Supplied records: Begin
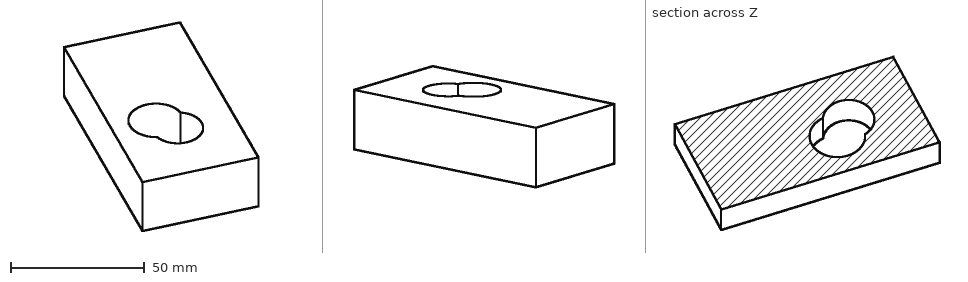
import cadquery as cq

length = 88.3
width = 46.0
height = 23.0

large_hole_radius = 10.3
large_hole_centre = (9.9, -5.6)
small_hole_radius = 9.5
small_hole_centre = (16.95, 0.5)


def drill_through(body, centre, radius):
    """Cut a vertical round hole through the whole block."""
    cutter = cq.Workplane("XY").center(*centre).circle(radius).extrude(height)
    return body.cut(cutter)


block = cq.Workplane("XY").box(length, width, height, centered=(True, True, False))
block = drill_through(block, large_hole_centre, large_hole_radius)
result = drill_through(block, small_hole_centre, small_hole_radius)
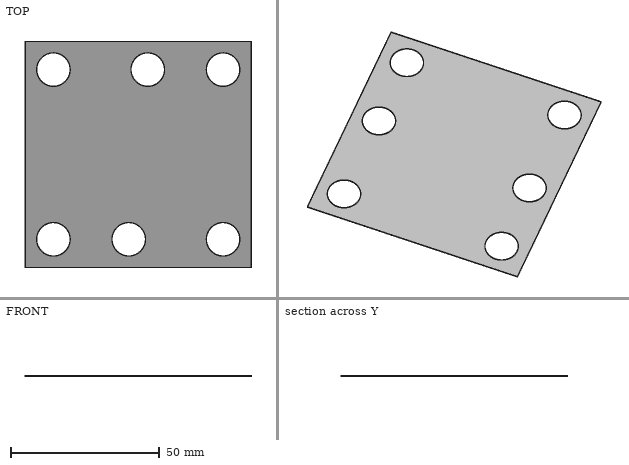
import cadquery as cq

side = 76.2
thickness = 0.25

hole_diameter = 11.2
edge_distance = 9.5
middle_hole_offset = 3.2

corner = side / 2 - edge_distance

back_row = [(x, corner) for x in (-corner, middle_hole_offset, corner)]
front_row = [(x, -corner) for x in (-corner, -middle_hole_offset, corner)]

result = (
    cq.Workplane("XY")
    .box(side, side, thickness)
    .faces(">Z")
    .workplane()
    .pushPoints(back_row + front_row)
    .hole(hole_diameter)
)
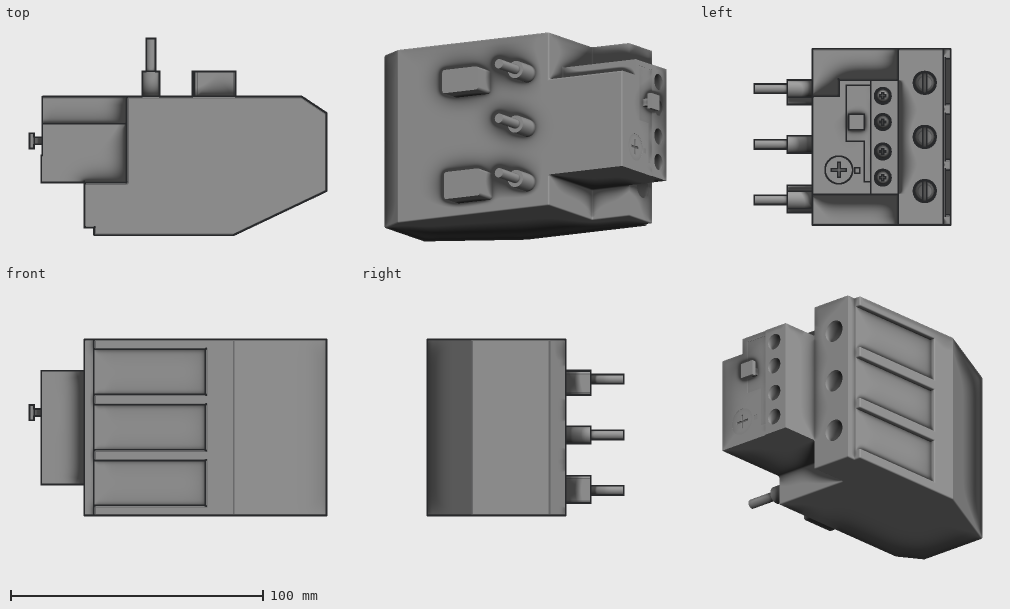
import cadquery as cq
import math

LENGTH = 117.8
HEIGHT = 70.0
HOUSING_BACK = 55.0
SHOULDER_X = 38.6
LEDGE_X = 21.7
LEDGE_TOP = 20.9
LIP_X = 25.6
LIP_Y = 3.0
TAPER_START_X = 80.8
TAPER_END_Y = 17.5
BEVEL_START_X = 107.9
BEVEL_END_Y = 48.4
EDGE_ROUND = 0.53

POLE_PITCH = 22.0
POCKET_HEIGHT = 17.8
POCKET_END_X = 69.7
POCKET_DEPTH = 2.2
POCKET_RIM_ROUND = 0.5

BLOCK_X = 5.1
BLOCK_STRIP_X = 4.7
STRIP_TOP_Y = 31.7
BLOCK_BOTTOM = 12.4
BLOCK_TOP = 57.5
NOTCH_Y = 44.2
NOTCH_Z = 51.0
JOINT_ROUND = 0.6

BUTTON_Y = 37.5
BUTTON_Z = 40.9
BUTTON_SIZE = 6.1
BUTTON_THICKNESS = 1.9
STEM_SIZE = 2.8

MARK_DEPTH = 0.1
LABEL_TOP = 55.4
LABEL_STEP_Z = 33.3
LABEL_BOTTOM = 17.3
LABEL_WIDE_Y = 41.5
LABEL_NARROW_Y = 34.4
DIAL_DIAMETER = 11.0
DIAL_Y = 44.4
DIAL_Z = 21.9
DIAL_SLOT_LENGTH = 5.9
DIAL_SLOT_WIDTH = 1.0
DIAL_SLOT_DEPTH = 0.7
TEST_SIZE = 2.0
TEST_Y = 37.1
TEST_Z = 21.7

CONTROL_SCREW_Y = 27.0
CONTROL_SCREW_Z = (18.8, 29.2, 40.9, 51.2)
CONTROL_HOLE_DIAMETER = 6.5
CONTROL_HEAD_DIAMETER = 5.7
CONTROL_HEAD_DEPTH = 5.9
CONTROL_HEAD_HEIGHT = 1.9
CROSS_LENGTH = 2.4
CROSS_WIDTH = 0.7
CROSS_DEPTH = 1.2

MAIN_SCREW_Y = 10.4
MAIN_SCREW_PITCH = 21.4
MAIN_HOLE_DIAMETER = 9.0
MAIN_HEAD_DIAMETER = 8.2
MAIN_HEAD_DEPTH = 7.7
MAIN_HEAD_HEIGHT = 2.4
MAIN_HEAD_FLAT_DIAMETER = 5.7
MAIN_SLOT_WIDTH = 1.4
MAIN_SLOT_DEPTH = 1.0

PIN_END_Y = 78.0
PIN_DIAMETER = 3.8
PIN_X = 48.2
PIN_MIDDLE_Z = 32.0
SLEEVE_DIAMETER = 7.0
SLEEVE_END_Y = 64.9
POST_LENGTH = 16.4
POST_ROUND = 1.1
UPPER_POST_X = 65.4
UPPER_POST_BOTTOM = 47.8
UPPER_POST_TOP = 57.3
LOWER_POST_X = 64.5
LOWER_POST_BOTTOM = 5.0
LOWER_POST_TOP = 15.9

MID_Z = HEIGHT / 2
ROWS = (-1, 0, 1)
OVERLAP = 1.2
MARGIN = 0.1


def box(x_range, y_range, z_range):
    """Axis-aligned box between two limits on each axis."""
    (x0, x1), (y0, y1), (z0, z1) = x_range, y_range, z_range
    return cq.Workplane("XY").box(x1 - x0, y1 - y0, z1 - z0, centered=False).translate((x0, y0, z0))


def front_box(x_range, y, z, y_size, z_size):
    """Box centred on (y, z) and running between two X limits."""
    return box(x_range, (y - y_size / 2, y + y_size / 2), (z - z_size / 2, z + z_size / 2))


def rod(start, direction, diameter, length):
    """Cylinder from a start point along a direction."""
    return cq.Workplane(
        cq.Solid.makeCylinder(diameter / 2, length, cq.Vector(*start), cq.Vector(*direction))
    )


def make_housing():
    """Bevelled body with rounded edges; the upright edges of the ledge stay sharp."""
    outline = [
        (SHOULDER_X, HOUSING_BACK),
        (BEVEL_START_X, HOUSING_BACK),
        (LENGTH, BEVEL_END_Y),
        (LENGTH, TAPER_END_Y),
        (TAPER_START_X, 0),
        (LIP_X, 0),
        (LIP_X, LIP_Y),
        (LEDGE_X, LIP_Y),
        (LEDGE_X, LEDGE_TOP),
        (SHOULDER_X, LEDGE_TOP),
    ]
    housing = cq.Workplane("XY").polyline(outline).close().extrude(HEIGHT)
    sharp_ledge = cq.selectors.BoxSelector(
        (LEDGE_X - MARGIN, LIP_Y - MARGIN, MARGIN),
        (LIP_X + MARGIN, LEDGE_TOP + MARGIN, HEIGHT - MARGIN),
    )
    all_edges = cq.selectors.StringSyntaxSelector("|Z or #Z")
    return housing.edges(all_edges - sharp_ledge).fillet(EDGE_ROUND)


def cut_side_pockets(body):
    """One shallow pocket per pole, open towards the lip and rounded along its rim."""
    for row in ROWS:
        z = MID_Z + row * POLE_PITCH
        z_range = (z - POCKET_HEIGHT / 2, z + POCKET_HEIGHT / 2)
        body = body.cut(box((LEDGE_X, POCKET_END_X), (-OVERLAP, POCKET_DEPTH), z_range))
    rim = cq.selectors.BoxSelector(
        (LIP_X + EDGE_ROUND, -MARGIN, EDGE_ROUND + MARGIN),
        (POCKET_END_X + MARGIN, MARGIN, HEIGHT - EDGE_ROUND - MARGIN),
    )
    return body.edges(rim).fillet(POCKET_RIM_ROUND)


def block_outline():
    return [
        (LEDGE_TOP, BLOCK_BOTTOM),
        (HOUSING_BACK, BLOCK_BOTTOM),
        (HOUSING_BACK, NOTCH_Z),
        (NOTCH_Y, NOTCH_Z),
        (NOTCH_Y, BLOCK_TOP),
        (LEDGE_TOP, BLOCK_TOP),
    ]


def make_block():
    block = (
        cq.Workplane("YZ", origin=(BLOCK_X, 0, 0))
        .polyline(block_outline()).close()
        .extrude(SHOULDER_X + OVERLAP - BLOCK_X)
    )
    back_edge = cq.selectors.BoxSelector(
        (BLOCK_X, HOUSING_BACK - MARGIN, NOTCH_Z - MARGIN),
        (SHOULDER_X, HOUSING_BACK + MARGIN, NOTCH_Z + MARGIN),
    )
    front_edge = cq.selectors.BoxSelector(
        (BLOCK_X - MARGIN, HOUSING_BACK - MARGIN, BLOCK_BOTTOM),
        (BLOCK_X + MARGIN, HOUSING_BACK + MARGIN, NOTCH_Z),
    )
    block = block.edges(back_edge + front_edge).fillet(EDGE_ROUND)
    strip = box((BLOCK_STRIP_X, BLOCK_X + OVERLAP), (LEDGE_TOP, STRIP_TOP_Y), (BLOCK_BOTTOM, BLOCK_TOP))
    return block.union(strip)


def cut_markings(body):
    mark_x = (BLOCK_X - OVERLAP, BLOCK_X + MARK_DEPTH)
    label = (
        cq.Workplane("YZ", origin=(BLOCK_X, 0, 0))
        .polyline([
            (STRIP_TOP_Y, LABEL_TOP),
            (LABEL_WIDE_Y, LABEL_TOP),
            (LABEL_WIDE_Y, LABEL_STEP_Z),
            (LABEL_NARROW_Y, LABEL_STEP_Z),
            (LABEL_NARROW_Y, LABEL_BOTTOM),
            (STRIP_TOP_Y, LABEL_BOTTOM),
        ]).close()
        .extrude(MARK_DEPTH)
    )
    dial = rod((BLOCK_X, DIAL_Y, DIAL_Z), (1, 0, 0), DIAL_DIAMETER, MARK_DEPTH)
    slot_x = (BLOCK_X, BLOCK_X + DIAL_SLOT_DEPTH)
    slot_upright = front_box(slot_x, DIAL_Y, DIAL_Z, DIAL_SLOT_WIDTH, DIAL_SLOT_LENGTH)
    slot_level = front_box(slot_x, DIAL_Y, DIAL_Z, DIAL_SLOT_LENGTH, DIAL_SLOT_WIDTH)
    test_window = front_box(mark_x, TEST_Y, TEST_Z, TEST_SIZE, TEST_SIZE)
    for cutter in (label, dial, slot_upright, slot_level, test_window):
        body = body.cut(cutter)
    return body


def make_button():
    head = front_box((0, BUTTON_THICKNESS), BUTTON_Y, BUTTON_Z, BUTTON_SIZE, BUTTON_SIZE)
    stem = front_box((BUTTON_THICKNESS, BLOCK_X + OVERLAP), BUTTON_Y, BUTTON_Z, STEM_SIZE, STEM_SIZE)
    return head.union(stem)


def add_control_screw(body, z):
    """Sunken screw with a domed head and a cross recess."""
    hole_depth = CONTROL_HEAD_DEPTH + CONTROL_HEAD_HEIGHT
    crown_x = BLOCK_STRIP_X + CONTROL_HEAD_DEPTH
    seat_x = BLOCK_STRIP_X + hole_depth
    radius = CONTROL_HEAD_DIAMETER / 2
    dome_radius = (radius ** 2 + CONTROL_HEAD_HEIGHT ** 2) / (2 * CONTROL_HEAD_HEIGHT)
    half_angle = math.asin(radius / dome_radius) / 2
    dome_middle = (
        crown_x + dome_radius * (1 - math.cos(half_angle)),
        dome_radius * math.sin(half_angle),
    )
    head = (
        cq.Workplane("XY")
        .moveTo(crown_x, 0)
        .threePointArc(dome_middle, (seat_x, radius))
        .lineTo(seat_x + OVERLAP, radius)
        .lineTo(seat_x + OVERLAP, 0)
        .close()
        .revolve(360, (0, 0, 0), (1, 0, 0))
        .translate((0, CONTROL_SCREW_Y, z))
    )
    cross_x = (crown_x - OVERLAP, crown_x + CROSS_DEPTH)
    head = head.cut(front_box(cross_x, CONTROL_SCREW_Y, z, CROSS_LENGTH, CROSS_WIDTH))
    head = head.cut(front_box(cross_x, CONTROL_SCREW_Y, z, CROSS_WIDTH, CROSS_LENGTH))
    hole = rod((BLOCK_STRIP_X, CONTROL_SCREW_Y, z), (1, 0, 0), CONTROL_HOLE_DIAMETER, hole_depth)
    return body.cut(hole).union(head)


def add_main_screw(body, z):
    """Sunken screw with a round-edged head and a single upright slot."""
    hole_depth = MAIN_HEAD_DEPTH + MAIN_HEAD_HEIGHT
    crown_x = LEDGE_X + MAIN_HEAD_DEPTH
    rim_round = (MAIN_HEAD_DIAMETER - MAIN_HEAD_FLAT_DIAMETER) / 2
    head = rod((crown_x, MAIN_SCREW_Y, z), (1, 0, 0), MAIN_HEAD_DIAMETER, MAIN_HEAD_HEIGHT + OVERLAP)
    head = head.faces("<X").edges().fillet(rim_round)
    slot_x = (crown_x, crown_x + MAIN_SLOT_DEPTH)
    head = head.cut(front_box(slot_x, MAIN_SCREW_Y, z, MAIN_SLOT_WIDTH, MAIN_HEAD_DIAMETER))
    hole = rod((LEDGE_X, MAIN_SCREW_Y, z), (1, 0, 0), MAIN_HOLE_DIAMETER, hole_depth)
    return body.cut(hole).union(head)


def make_pin(z):
    root = (PIN_X, HOUSING_BACK - OVERLAP, z)
    sleeve = rod(root, (0, 1, 0), SLEEVE_DIAMETER, SLEEVE_END_Y - root[1])
    pin = rod(root, (0, 1, 0), PIN_DIAMETER, PIN_END_Y - root[1])
    return sleeve.union(pin)


def make_post(x, bottom, top):
    post = box((x, x + POST_LENGTH), (HOUSING_BACK - OVERLAP, SLEEVE_END_Y), (bottom, top))
    return post.edges("|Y").fillet(POST_ROUND)


def round_block_joint(body):
    """Fillet the corner where the block sides meet the housing front."""
    joint = cq.selectors.BoxSelector(
        (SHOULDER_X - MARGIN, LEDGE_TOP + MARGIN, BLOCK_BOTTOM - MARGIN),
        (SHOULDER_X + MARGIN, HOUSING_BACK - EDGE_ROUND, BLOCK_TOP + MARGIN),
    )
    return body.edges(joint).fillet(JOINT_ROUND)


body = cut_side_pockets(make_housing())
body = body.union(make_block())
body = round_block_joint(body)
body = cut_markings(body).union(make_button())

for screw_z in CONTROL_SCREW_Z:
    body = add_control_screw(body, screw_z)

for row in ROWS:
    body = add_main_screw(body, MID_Z + row * MAIN_SCREW_PITCH)
    body = body.union(make_pin(PIN_MIDDLE_Z + row * POLE_PITCH))

body = body.union(make_post(UPPER_POST_X, UPPER_POST_BOTTOM, UPPER_POST_TOP))
body = body.union(make_post(LOWER_POST_X, LOWER_POST_BOTTOM, LOWER_POST_TOP))

result = body
Supplied records: End
▶ Task item: Exact repetition is the task: every line from the start of the data to the line with "SHOULDER_X = 38.6", inclusive, and none after it, pictures omitted.

▶ Result of the exercise:
import cadquery as cq

length = 88.3
width = 46.0
height = 23.0

large_hole_radius = 10.3
large_hole_centre = (9.9, -5.6)
small_hole_radius = 9.5
small_hole_centre = (16.95, 0.5)


def drill_through(body, centre, radius):
    """Cut a vertical round hole through the whole block."""
    cutter = cq.Workplane("XY").center(*centre).circle(radius).extrude(height)
    return body.cut(cutter)


block = cq.Workplane("XY").box(length, width, height, centered=(True, True, False))
block = drill_through(block, large_hole_centre, large_hole_radius)
result = drill_through(block, small_hole_centre, small_hole_radius)
import cadquery as cq

side = 76.2
thickness = 0.25

hole_diameter = 11.2
edge_distance = 9.5
middle_hole_offset = 3.2

corner = side / 2 - edge_distance

back_row = [(x, corner) for x in (-corner, middle_hole_offset, corner)]
front_row = [(x, -corner) for x in (-corner, -middle_hole_offset, corner)]

result = (
    cq.Workplane("XY")
    .box(side, side, thickness)
    .faces(">Z")
    .workplane()
    .pushPoints(back_row + front_row)
    .hole(hole_diameter)
)
import cadquery as cq
import math

LENGTH = 117.8
HEIGHT = 70.0
HOUSING_BACK = 55.0
SHOULDER_X = 38.6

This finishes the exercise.